══ Listed records ══

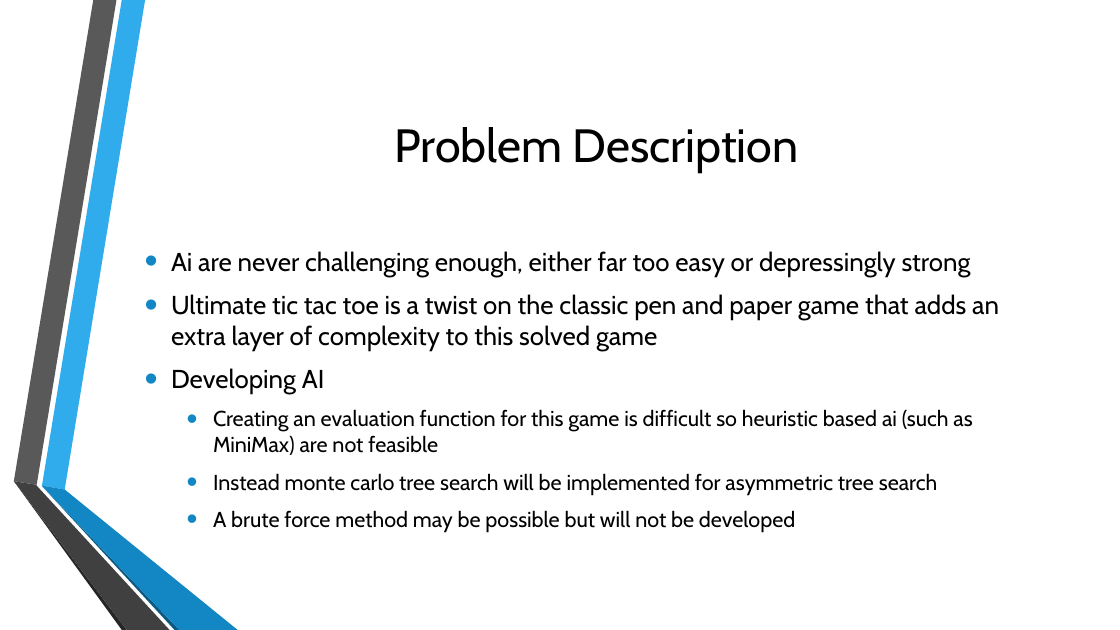
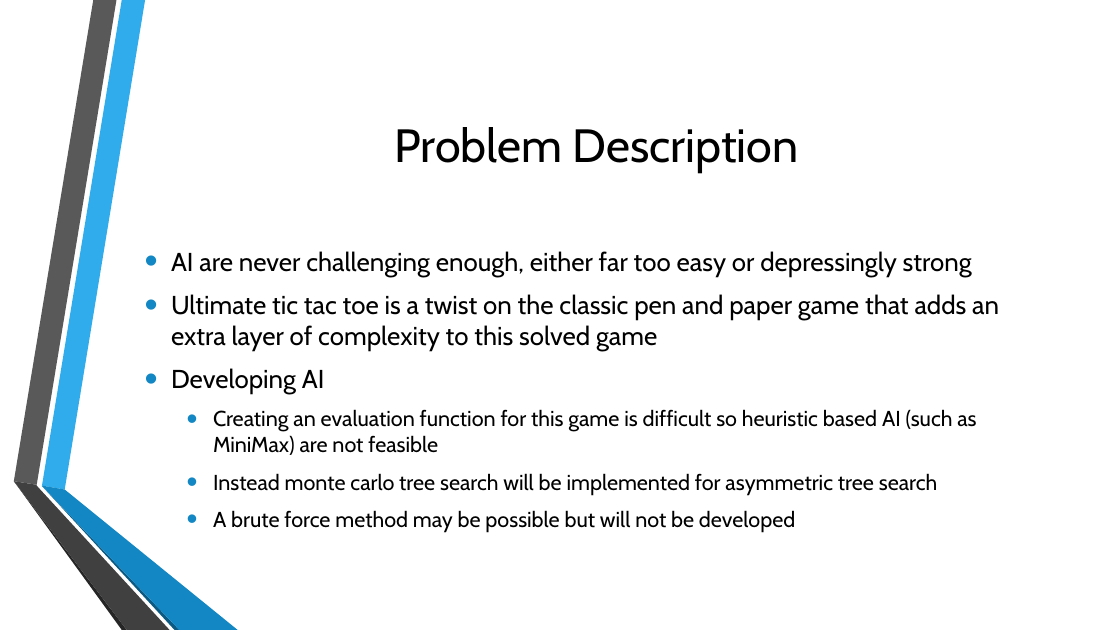
Before and after one commit to mDinardo08/diss, a slide deck: slide 2 of PosterDayPresentation.pptx. Drawn at 1120x630 pixels with LibreOffice and Linux fonts; fonts in the diff are those of the drawing; background and template pictures are left out. Boxes give left, top, right and bottom in pixels: in the first picture for what was removed or moved away, otherwise in the second. Text is boxed around its words. In the diff, an @@ line names an element or a change of style, - is before the commit and + after.

```diff
--- a/PosterDayPresentation.pptx
+++ b/PosterDayPresentation.pptx
@@ text at <box>171,251,972,276</box>: text changed @@
-• Ai are never challenging enough, either far too easy or depressingly strong
+• AI are never challenging enough, either far too easy or depressingly strong
@@ text at <box>213,409,976,455</box>: text changed @@
-  • Creating an evaluation function for this game is difficult so heuristic based ai (such as MiniMax) are not feasible
+  • Creating an evaluation function for this game is difficult so heuristic based AI (such as MiniMax) are not feasible
```
Also in this commit, not shown: 3 other slides changed, 3 other files.

═══

» Directions:
Write the entries above out in full, exactly, with no images.

» Task output:
Before and after one commit to mDinardo08/diss, a slide deck: slide 2 of PosterDayPresentation.pptx. Drawn at 1120x630 pixels with LibreOffice and Linux fonts; fonts in the diff are those of the drawing; background and template pictures are left out. Boxes give left, top, right and bottom in pixels: in the first picture for what was removed or moved away, otherwise in the second. Text is boxed around its words. In the diff, an @@ line names an element or a change of style, - is before the commit and + after.

```diff
--- a/PosterDayPresentation.pptx
+++ b/PosterDayPresentation.pptx
@@ text at <box>171,251,972,276</box>: text changed @@
-• Ai are never challenging enough, either far too easy or depressingly strong
+• AI are never challenging enough, either far too easy or depressingly strong
@@ text at <box>213,409,976,455</box>: text changed @@
-  • Creating an evaluation function for this game is difficult so heuristic based ai (such as MiniMax) are not feasible
+  • Creating an evaluation function for this game is difficult so heuristic based AI (such as MiniMax) are not feasible
```
Also in this commit, not shown: 3 other slides changed, 3 other files.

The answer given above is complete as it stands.